Key private-sector representatives are holding high-level discussions with the Department of Finance (DOF) on Monday in hopes of resolving differences in opinions relating to the taxation of certain government bonds and Philippine stocks not meeting public ownership rules.
The meeting is considered a “last-ditch effort” by the private sector, namely, the Philippine Stock Exchange (PSE) and the Bankers Association of the Philippines (BAP), which fear that some tax policies of the Bureau of Internal Revenue (BIR) are sending confusing, and ultimately negative, signals to the investment community.
The PSE and BAP had sought—and were granted—a meeting with Finance Secretary Cesar Purisima, the BIR and the Securities and Exchange Commission, PSE officials told reporters during an informal interview on Friday.
Up to now, private sector players are still hoping for an amicable solution with the DOF, PSE Chairman Jose Pardo said, despite anecdotal accounts suggesting that talks between the PSE and the government have become tense during recent sessions.
“Sometimes it is just a misunderstanding. They have fiscal pressures [but] we have to remind them about the bigger picture,” Pardo said.

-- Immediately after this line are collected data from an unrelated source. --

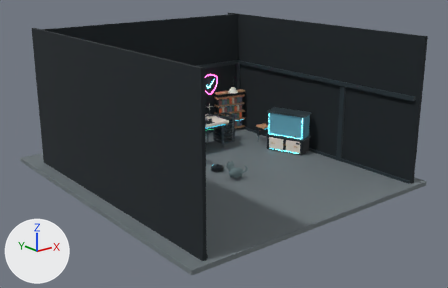
The glTF model assets/tate-workstation.glb as it was, and as the next commit left it.
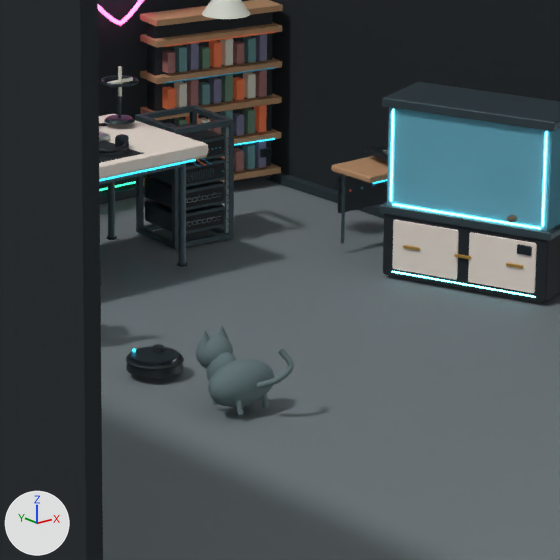
There are two pictures of each version: one whole from a 50 mm lens placed at (-20.87, -30.25, 12.22), pointed at (0.1, -4.04, 1.74), one close up on the part from 41% to 68% of the width and 31% to 73% of the height. The axes (+X, +Y, +Z) are drawn at lower left. The lights are the same throughout. The last two pictures show the newer version. Where no turn or scale is listed for an object, it has been applied to the vertices.

The older version as bpy lines, for what is in view:
```python
ob_aquarium_hood = bpy.data.objects.new('Aquarium hood', me_aquarium_hood)
ob_aquarium_hood.location = (5.85, -3.35, 2.52)
ob_cat_body = bpy.data.objects.new('Cat body', me_cat_body)
ob_cat_body.location = (0.0, -5.25, 0.39)
ob_cat_chest = bpy.data.objects.new('Cat chest', me_cat_chest)
ob_cat_chest.parent = ob_lab_cat
ob_cat_chest.location = (0.0, 0.36, 0.43)
ob_cat_chest.scale = (0.82, 0.9, 1.05)
ob_cat_head = bpy.data.objects.new('Cat head', me_cat_chest)
ob_cat_head.parent = ob_lab_cat
ob_cat_head.location = (0.0, 0.52, 0.62)
ob_cat_head.scale = (1.0, 0.9, 0.92)
ob_contact_shelf = bpy.data.objects.new('Contact shelf', me_contact_shelf)
ob_contact_shelf.location = (5.85, -1.45, 1.26)
ob_phone = bpy.data.objects.new('Phone', me_phone)
ob_phone.location = (5.85, -1.45, 1.42)
ob_rgb_accent_strip___contact_shelf = bpy.data.objects.new('RGB accent strip / contact shelf', me_rgb_accent_strip___contact_shelf)
ob_rgb_accent_strip___contact_shelf.location = (5.85, -1.85, 1.21)
ob_right_wall_contact_shelf = bpy.data.objects.new('Right wall contact shelf', None)
ob_right_wall_contact_shelf.parent = ob_tate_wilson___forensic_workstation
ob_right_wall_contact_shelf.location = (5.85, -1.45, 0.08)
ob_wall_communications_panel = bpy.data.objects.new('Wall communications panel', me_wall_communications_panel)
ob_wall_communications_panel.location = (5.85, -1.1, 0.85)
# also in view: 'Library back' at (5.85, 2.55, 1.46); 'Aquarium cabinet' at (5.85, -3.35, 0.51); 'Right wall' at (7.12, -3.8, 4.0); 'metal.016' at (0.0, -3.55, 0.27); 'Back wall' at (0.0, 3.18, 4.0)
```
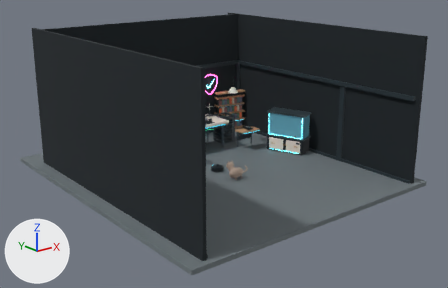
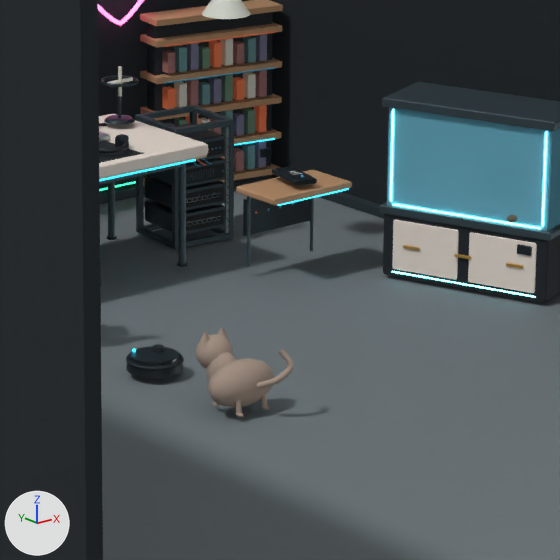
ob_right_wall_contact_shelf is not drawn itself; it is the parent of ob_steel_108, ob_steel_109, ob_blue_020, ob_blue_021, ob_blue_022.

Boxes [x1, y1, x2, y2] around the edits, measured in the close-ups (560 x 560 px):
'Contact shelf', moved
    before: [331, 156, 388, 183]
    after: [236, 170, 352, 205]
'Wall communications panel', moved
    before: [338, 176, 387, 213]
    after: [243, 198, 310, 236]
'Cat body', recoloured (greyish cyan to beige)
    both: [208, 358, 274, 408]
'Phone', moved
    before: [365, 146, 388, 163]
    after: [272, 167, 317, 185]
'Cat head', recoloured (greyish cyan to beige)
    both: [195, 334, 233, 369]
'steel.108', moved
    before: [341, 175, 345, 243]
    after: [247, 196, 251, 267]
'Curved cat tail', recoloured (greyish cyan to beige)
    both: [257, 349, 294, 389]
'Cat chest', recoloured (greyish cyan to beige)
    both: [206, 352, 236, 381]
'RGB accent strip / contact shelf', moved
    before: [372, 179, 387, 184]
    after: [277, 188, 349, 206]
'Cat ear', recoloured
    both: [199, 330, 210, 347]
'fabric.001', recoloured
    both: [236, 400, 242, 413]
'fabric.003', recoloured
    both: [262, 393, 267, 406]
'Cat ear.001', recoloured
    both: [218, 326, 229, 340]
'catFur.003', added
    after: [236, 413, 244, 417]
'catFur.007', added
    after: [261, 406, 269, 410]
'catFur.001', added
    after: [212, 402, 220, 407]

Diff of the bpy script that builds the scene:
```diff
--- a/assets/tate-workstation.glb.py
+++ b/assets/tate-workstation.glb.py
@@ me_cat_body @@
 me_cat_body.from_pydata(...)  # 93 vertices, 168 faces; spans x -0.486..0.486, y -0.259..0.259, z -0.288..0.288
-me_cat_body.materials.append(mat_fabric)  # greyish cyan #64777a
+me_cat_body.materials.append(mat_catfur)  # beige #a99688
@@ me_cat_chest @@
 me_cat_chest.from_pydata(...)  # 93 vertices, 168 faces; spans x -0.24..0.24, y -0.24..0.24, z -0.24..0.24
-me_cat_chest.materials.append(mat_fabric)  # greyish cyan #64777a
+me_cat_chest.materials.append(mat_catfur)  # beige #a99688
@@ me_cat_ear @@
 me_cat_ear.from_pydata(...)  # 7 vertices, 8 faces; spans x -0.09..0.09, y -0.09..0.09, z -0.095..0.095
-me_cat_ear.materials.append(mat_fabric)  # greyish cyan #64777a
+me_cat_ear.materials.append(mat_catfur)  # beige #a99688
@@ me_fabric_001 @@
 # used by ob_fabric_001; parent = ob_lab_cat; location = (-0.2, -0.2, 0.18); rotation_euler = (2.85, 0.0, 0.0), in degrees (163, 0, 0)
-me_fabric_001.from_pydata(...)  # 28 vertices, 48 faces; spans x -0.035..0.035, y -0.035..0.035, z -0.104..0.104
-me_fabric_001.materials.append(mat_fabric)  # greyish cyan #64777a
+me_fabric_001.from_pydata(...)  # 28 vertices, 48 faces; spans x -0.035..0.035, y -0.035..0.035, z -0.106..0.106
+# edits to the shape of me_fabric_001 do not show in these pictures
+me_fabric_001.materials.append(mat_catfur)  # beige #a99688
@@ me_curved_cat_tail @@
 me_curved_cat_tail.from_pydata(...)  # 150 vertices, 288 faces; spans x -0.031..0.359, y -0.272..0.029, z -0.037..0.452
-me_curved_cat_tail.materials.append(mat_fabric)  # greyish cyan #64777a
+me_curved_cat_tail.materials.append(mat_catfur)  # beige #a99688
@@ ob_phone @@
 ob_phone = bpy.data.objects.new('Phone', me_phone)
-ob_phone.location = (5.85, -1.45, 1.42)
+ob_phone.location = (4.1, -1.45, 1.42)
@@ ob_right_wall_contact_shelf @@
 ob_right_wall_contact_shelf.parent = ob_tate_wilson___forensic_workstation
-ob_right_wall_contact_shelf.location = (5.85, -1.45, 0.08)
+ob_right_wall_contact_shelf.location = (4.1, -1.45, 0.08)
@@ ob_contact_shelf @@
 ob_contact_shelf = bpy.data.objects.new('Contact shelf', me_contact_shelf)
-ob_contact_shelf.location = (5.85, -1.45, 1.26)
+ob_contact_shelf.location = (4.1, -1.45, 1.26)
@@ ob_rgb_accent_strip___contact_shelf @@
 ob_rgb_accent_strip___contact_shelf = bpy.data.objects.new('RGB accent strip / contact shelf', me_rgb_accent_strip___contact_shelf)
-ob_rgb_accent_strip___contact_shelf.location = (5.85, -1.85, 1.21)
+ob_rgb_accent_strip___contact_shelf.location = (4.1, -1.85, 1.21)
@@ ob_wall_communications_panel @@
 ob_wall_communications_panel = bpy.data.objects.new('Wall communications panel', me_wall_communications_panel)
-ob_wall_communications_panel.location = (5.85, -1.1, 0.85)
+ob_wall_communications_panel.location = (4.1, -1.1, 0.85)
@@ ob_amber_006 @@
 ob_amber_006 = bpy.data.objects.new('amber.006', me_amber_004)
-ob_amber_006.location = (5.43, -1.14, 0.9)
+ob_amber_006.location = (3.68, -1.14, 0.9)
@@ ob_catfur_007 @@
+ob_catfur_007 = bpy.data.objects.new('catFur.007', me_catfur_001)  # 93 vertices, 168 faces; spans x -0.05..0.05, y -0.05..0.05, z -0.05..0.05; in mat_catfur (beige #a99688)
+ob_catfur_007.parent = ob_cat_rear_right_leg
+ob_catfur_007.location = (0.0, -0.04, -0.23)
+ob_catfur_007.scale = (0.78, 1.2, 0.52)
@@ ob_cat_rear_right_leg @@
+ob_cat_rear_right_leg = bpy.data.objects.new('Cat rear right leg', None)
+ob_cat_rear_right_leg.parent = ob_lab_cat
+ob_cat_rear_right_leg.location = (0.2, -0.17, 0.3)
@@ ob_catfur_003 @@
+ob_catfur_003 = bpy.data.objects.new('catFur.003', me_catfur_001)  # 93 vertices, 168 faces; spans x -0.05..0.05, y -0.05..0.05, z -0.05..0.05; in mat_catfur (beige #a99688)
+ob_catfur_003.parent = ob_cat_rear_left_leg
+ob_catfur_003.location = (0.0, -0.04, -0.23)
+ob_catfur_003.scale = (0.78, 1.2, 0.52)
@@ ob_cat_rear_left_leg @@
+ob_cat_rear_left_leg = bpy.data.objects.new('Cat rear left leg', None)
+ob_cat_rear_left_leg.parent = ob_lab_cat
+ob_cat_rear_left_leg.location = (-0.2, -0.17, 0.3)
@@ ob_catfur_001 @@
+ob_catfur_001 = bpy.data.objects.new('catFur.001', me_catfur_001)  # 93 vertices, 168 faces; spans x -0.05..0.05, y -0.05..0.05, z -0.05..0.05; in mat_catfur (beige #a99688)
+ob_catfur_001.parent = ob_cat_front_left_leg
+ob_catfur_001.location = (0.0, 0.055, -0.23)
+ob_catfur_001.scale = (0.78, 1.2, 0.52)
@@ ob_cat_front_left_leg @@
+ob_cat_front_left_leg = bpy.data.objects.new('Cat front left leg', None)
+ob_cat_front_left_leg.parent = ob_lab_cat
+ob_cat_front_left_leg.location = (-0.2, 0.18, 0.3)
```
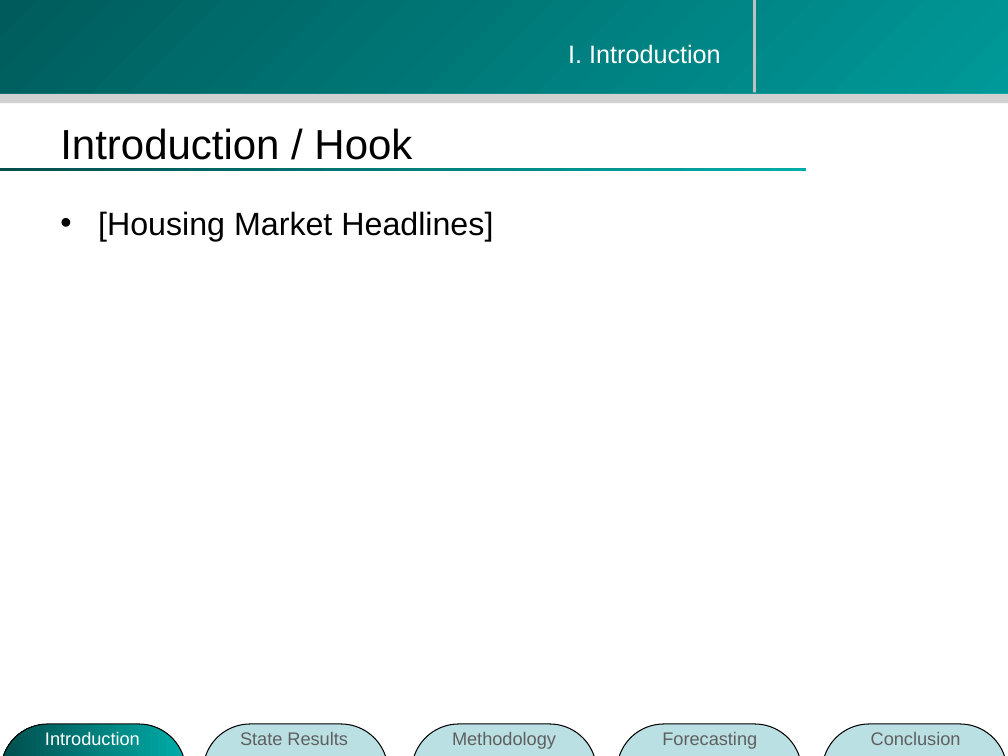
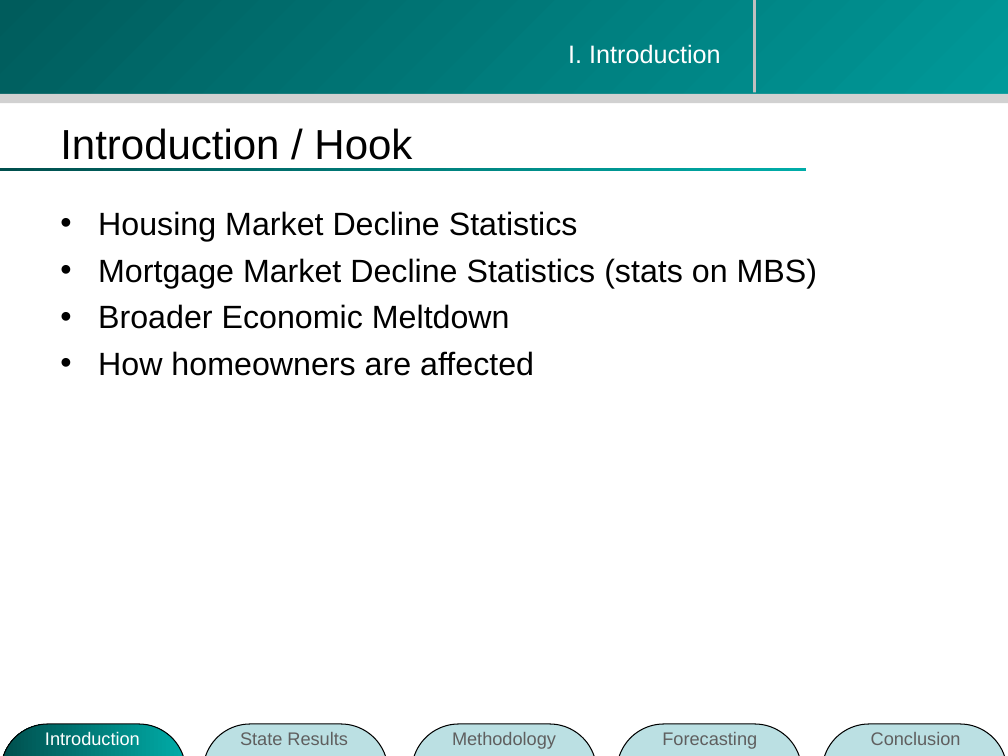
Before and after one commit to zhouzhenghui/svnrepository, a slide deck: slide 3 of SVNRepository/Presentation/M.Eng Final Presentation-take2.ppt. Drawn at 1008x756 pixels with LibreOffice and Linux fonts; fonts in the diff are those of the drawing; background and template pictures are left out. Boxes give left, top, right and bottom in pixels: in the first picture for what was removed or moved away, otherwise in the second. Text is boxed around its words. In the diff, an @@ line names an element or a change of style, - is before the commit and + after.

```diff
--- a/SVNRepository/Presentation/M.Eng Final Presentation-take2.ppt
+++ b/SVNRepository/Presentation/M.Eng Final Presentation-take2.ppt
@@ text at [98,211,817,376]: text changed @@
-• [Housing Market Headlines]
+• Housing Market Decline Statistics
+• Mortgage Market Decline Statistics (stats on MBS)
+• Broader Economic Meltdown
+• How homeowners are affected
```
Also in this commit, not shown: 3 other slides changed, 2 slides added, 1 slide removed.
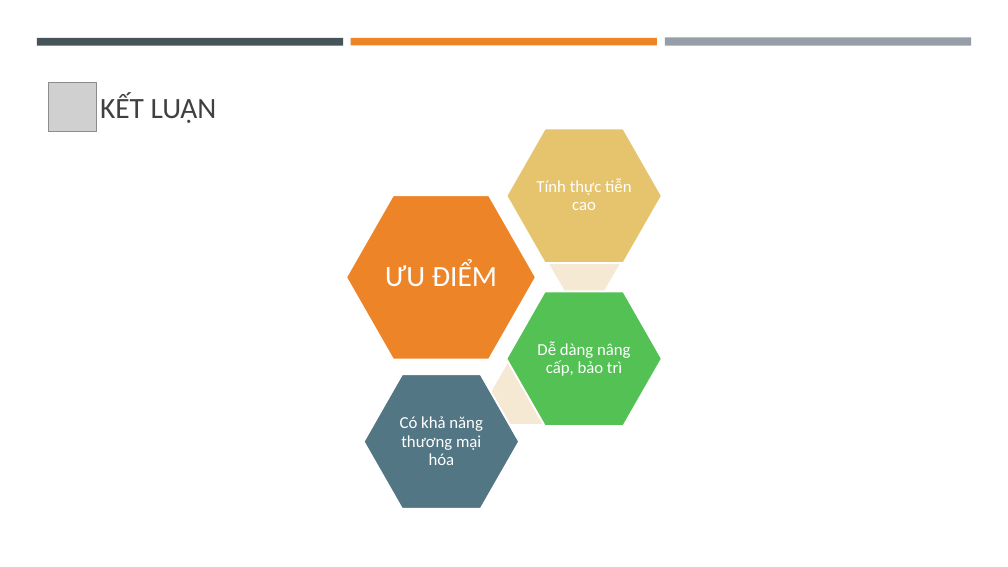
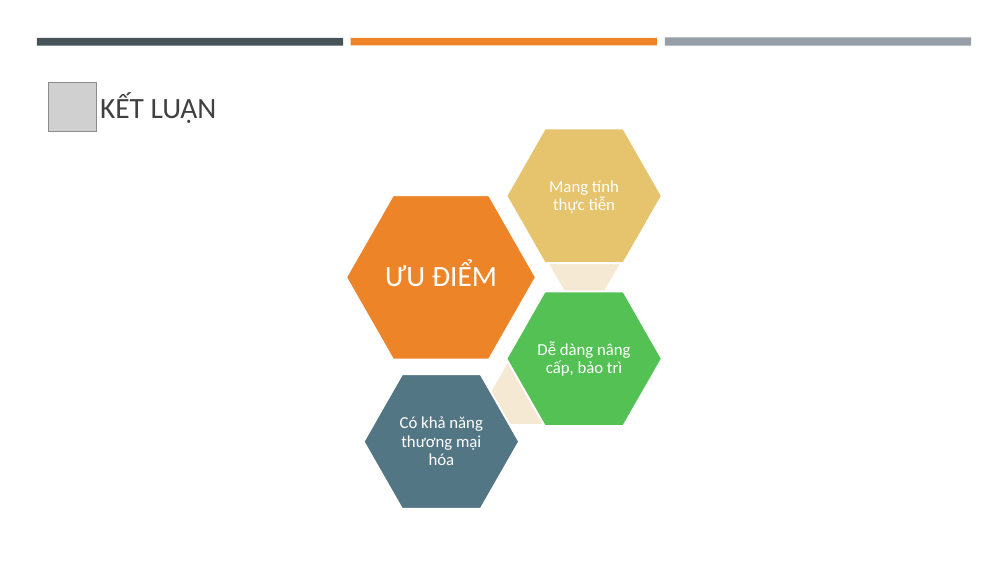
Before and after one commit to bqhai/Graduation_Essay, a slide deck: slide 27 of documents/KLTN2021_26_Update.pptx. Drawn at 1008x567 pixels with LibreOffice and Linux fonts; fonts in the diff are those of the drawing; grey boxes stand for pictures. Boxes give left, top, right and bottom in pixels: in the first picture for what was removed or moved away, otherwise in the second. Text is boxed around its words. In the diff, an @@ line names an element or a change of style, - is before the commit and + after.

```diff
--- a/documents/KLTN2021_26_Update.pptx
+++ b/documents/KLTN2021_26_Update.pptx
@@ text at (549,180,619,213): text changed @@
-Tính thực tiễn cao
+Mang tính thực tiễn
```
Also in this commit, not shown: 4 other slides changed.

Discussions are expected to focus on the 20-percent final withholding tax on the P35-billion Poverty Eradication and Alleviation Certificate (PEACe) bonds that were supposed to mature on Tuesday. The tax implementation was temporarily stopped by the Supreme Court after a petition last week by bondholders that include some of the country’s largest banks.
Moreover, the PSE plans to offer a compromise proposal relating to the BIR’s plan to impose higher tax charges on stock transactions involving listed companies that do not meet the 10-percent minimum public-float by the November 30 deadline.
The PSE earlier asserted the BIR cannot legally apply such a tax ruling, which would impose on those transactions the 5-percent to 10-percent capital-gains tax, instead of the preferential rate of one-half of 1 percent.
For her part, Internal Revenue Commissioner Kim Jacinto-Henares said the measure would help boost liquidity in the capital markets as noncompliant firms would be given more incentive to widen their ownership profiles.
Based on the rules, the PSE allows a three-year “curing period” during which firms will be charged higher listing fees but will be safe from delisting proceedings until after that period expires.
“What we are looking at is a shorter curing period,” PSE President Hans Sicat, said without giving details. Sicat said there are at least 45 listed firms that have yet to meet the free-float rule, including large companies, such as Petron Corp., Metro Pacific Tollways Corp., San Miguel Pure Foods Co. Inc., Filinvest Development Corp. and San Miguel Brewery Inc.
Only two firms have taken concrete steps to address their public- float deficiencies as a result of the PSE requirement—San Miguel Corp., which sold $970 million worth of shares and convertible bonds in April, and Keppel Philippine Marine Inc., which has begun its voluntary delisting from the bourse.